[TASK TO CARRY OUT]
Only the closing portion of the entries is to be reproduced: the line containing "6 ECBDFFEBCEGGGGGGGGGG" through the very last line, exactly as written.

[TASK MATERIAL]
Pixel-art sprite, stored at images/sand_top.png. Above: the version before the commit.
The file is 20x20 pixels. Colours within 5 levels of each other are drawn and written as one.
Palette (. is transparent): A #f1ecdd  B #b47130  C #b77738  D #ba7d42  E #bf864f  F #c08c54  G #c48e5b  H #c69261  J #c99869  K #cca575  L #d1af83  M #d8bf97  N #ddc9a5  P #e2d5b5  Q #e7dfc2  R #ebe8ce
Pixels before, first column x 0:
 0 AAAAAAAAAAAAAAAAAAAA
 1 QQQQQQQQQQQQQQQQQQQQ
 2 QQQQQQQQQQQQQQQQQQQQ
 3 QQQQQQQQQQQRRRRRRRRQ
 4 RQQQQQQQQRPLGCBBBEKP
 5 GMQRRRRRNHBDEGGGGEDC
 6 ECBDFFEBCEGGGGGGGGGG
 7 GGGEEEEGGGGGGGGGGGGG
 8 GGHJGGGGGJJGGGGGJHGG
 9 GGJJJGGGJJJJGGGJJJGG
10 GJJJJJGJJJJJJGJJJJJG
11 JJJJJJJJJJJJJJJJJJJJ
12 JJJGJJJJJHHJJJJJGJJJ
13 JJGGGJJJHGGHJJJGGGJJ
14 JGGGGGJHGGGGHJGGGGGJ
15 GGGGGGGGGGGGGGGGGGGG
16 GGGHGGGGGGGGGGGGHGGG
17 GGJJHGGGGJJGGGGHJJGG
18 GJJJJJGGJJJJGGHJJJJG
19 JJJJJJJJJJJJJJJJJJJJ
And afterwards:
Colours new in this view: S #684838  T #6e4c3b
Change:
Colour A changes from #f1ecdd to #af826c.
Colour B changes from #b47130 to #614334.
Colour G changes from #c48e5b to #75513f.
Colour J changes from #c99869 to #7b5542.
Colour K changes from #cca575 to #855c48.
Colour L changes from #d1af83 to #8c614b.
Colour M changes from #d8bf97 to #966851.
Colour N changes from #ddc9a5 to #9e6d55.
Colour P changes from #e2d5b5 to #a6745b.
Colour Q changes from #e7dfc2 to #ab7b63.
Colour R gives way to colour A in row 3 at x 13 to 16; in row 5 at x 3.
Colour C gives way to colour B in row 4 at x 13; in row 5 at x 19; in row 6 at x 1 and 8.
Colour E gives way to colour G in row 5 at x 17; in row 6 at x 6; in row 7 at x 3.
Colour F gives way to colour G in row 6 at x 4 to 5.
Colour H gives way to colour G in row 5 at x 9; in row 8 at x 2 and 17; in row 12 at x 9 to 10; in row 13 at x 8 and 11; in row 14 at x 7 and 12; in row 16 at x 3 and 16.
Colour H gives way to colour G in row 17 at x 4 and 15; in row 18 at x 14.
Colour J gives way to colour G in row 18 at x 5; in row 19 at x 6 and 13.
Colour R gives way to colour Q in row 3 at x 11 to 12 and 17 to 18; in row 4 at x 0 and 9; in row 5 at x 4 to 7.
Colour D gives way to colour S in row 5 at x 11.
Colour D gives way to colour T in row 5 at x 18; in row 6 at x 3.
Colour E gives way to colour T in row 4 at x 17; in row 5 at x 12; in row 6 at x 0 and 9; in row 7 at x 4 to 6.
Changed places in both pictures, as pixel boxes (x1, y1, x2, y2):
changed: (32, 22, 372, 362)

[RESPONSE TO THIS TASK]
 6 ECBDFFEBCEGGGGGGGGGG
 7 GGGEEEEGGGGGGGGGGGGG
 8 GGHJGGGGGJJGGGGGJHGG
 9 GGJJJGGGJJJJGGGJJJGG
10 GJJJJJGJJJJJJGJJJJJG
11 JJJJJJJJJJJJJJJJJJJJ
12 JJJGJJJJJHHJJJJJGJJJ
13 JJGGGJJJHGGHJJJGGGJJ
14 JGGGGGJHGGGGHJGGGGGJ
15 GGGGGGGGGGGGGGGGGGGG
16 GGGHGGGGGGGGGGGGHGGG
17 GGJJHGGGGJJGGGGHJJGG
18 GJJJJJGGJJJJGGHJJJJG
19 JJJJJJJJJJJJJJJJJJJJ
And afterwards:
Colours new in this view: S #684838  T #6e4c3b
Change:
Colour A changes from #f1ecdd to #af826c.
Colour B changes from #b47130 to #614334.
Colour G changes from #c48e5b to #75513f.
Colour J changes from #c99869 to #7b5542.
Colour K changes from #cca575 to #855c48.
Colour L changes from #d1af83 to #8c614b.
Colour M changes from #d8bf97 to #966851.
Colour N changes from #ddc9a5 to #9e6d55.
Colour P changes from #e2d5b5 to #a6745b.
Colour Q changes from #e7dfc2 to #ab7b63.
Colour R gives way to colour A in row 3 at x 13 to 16; in row 5 at x 3.
Colour C gives way to colour B in row 4 at x 13; in row 5 at x 19; in row 6 at x 1 and 8.
Colour E gives way to colour G in row 5 at x 17; in row 6 at x 6; in row 7 at x 3.
Colour F gives way to colour G in row 6 at x 4 to 5.
Colour H gives way to colour G in row 5 at x 9; in row 8 at x 2 and 17; in row 12 at x 9 to 10; in row 13 at x 8 and 11; in row 14 at x 7 and 12; in row 16 at x 3 and 16.
Colour H gives way to colour G in row 17 at x 4 and 15; in row 18 at x 14.
Colour J gives way to colour G in row 18 at x 5; in row 19 at x 6 and 13.
Colour R gives way to colour Q in row 3 at x 11 to 12 and 17 to 18; in row 4 at x 0 and 9; in row 5 at x 4 to 7.
Colour D gives way to colour S in row 5 at x 11.
Colour D gives way to colour T in row 5 at x 18; in row 6 at x 3.
Colour E gives way to colour T in row 4 at x 17; in row 5 at x 12; in row 6 at x 0 and 9; in row 7 at x 4 to 6.
Changed places in both pictures, as pixel boxes (x1, y1, x2, y2):
changed: (32, 22, 372, 362)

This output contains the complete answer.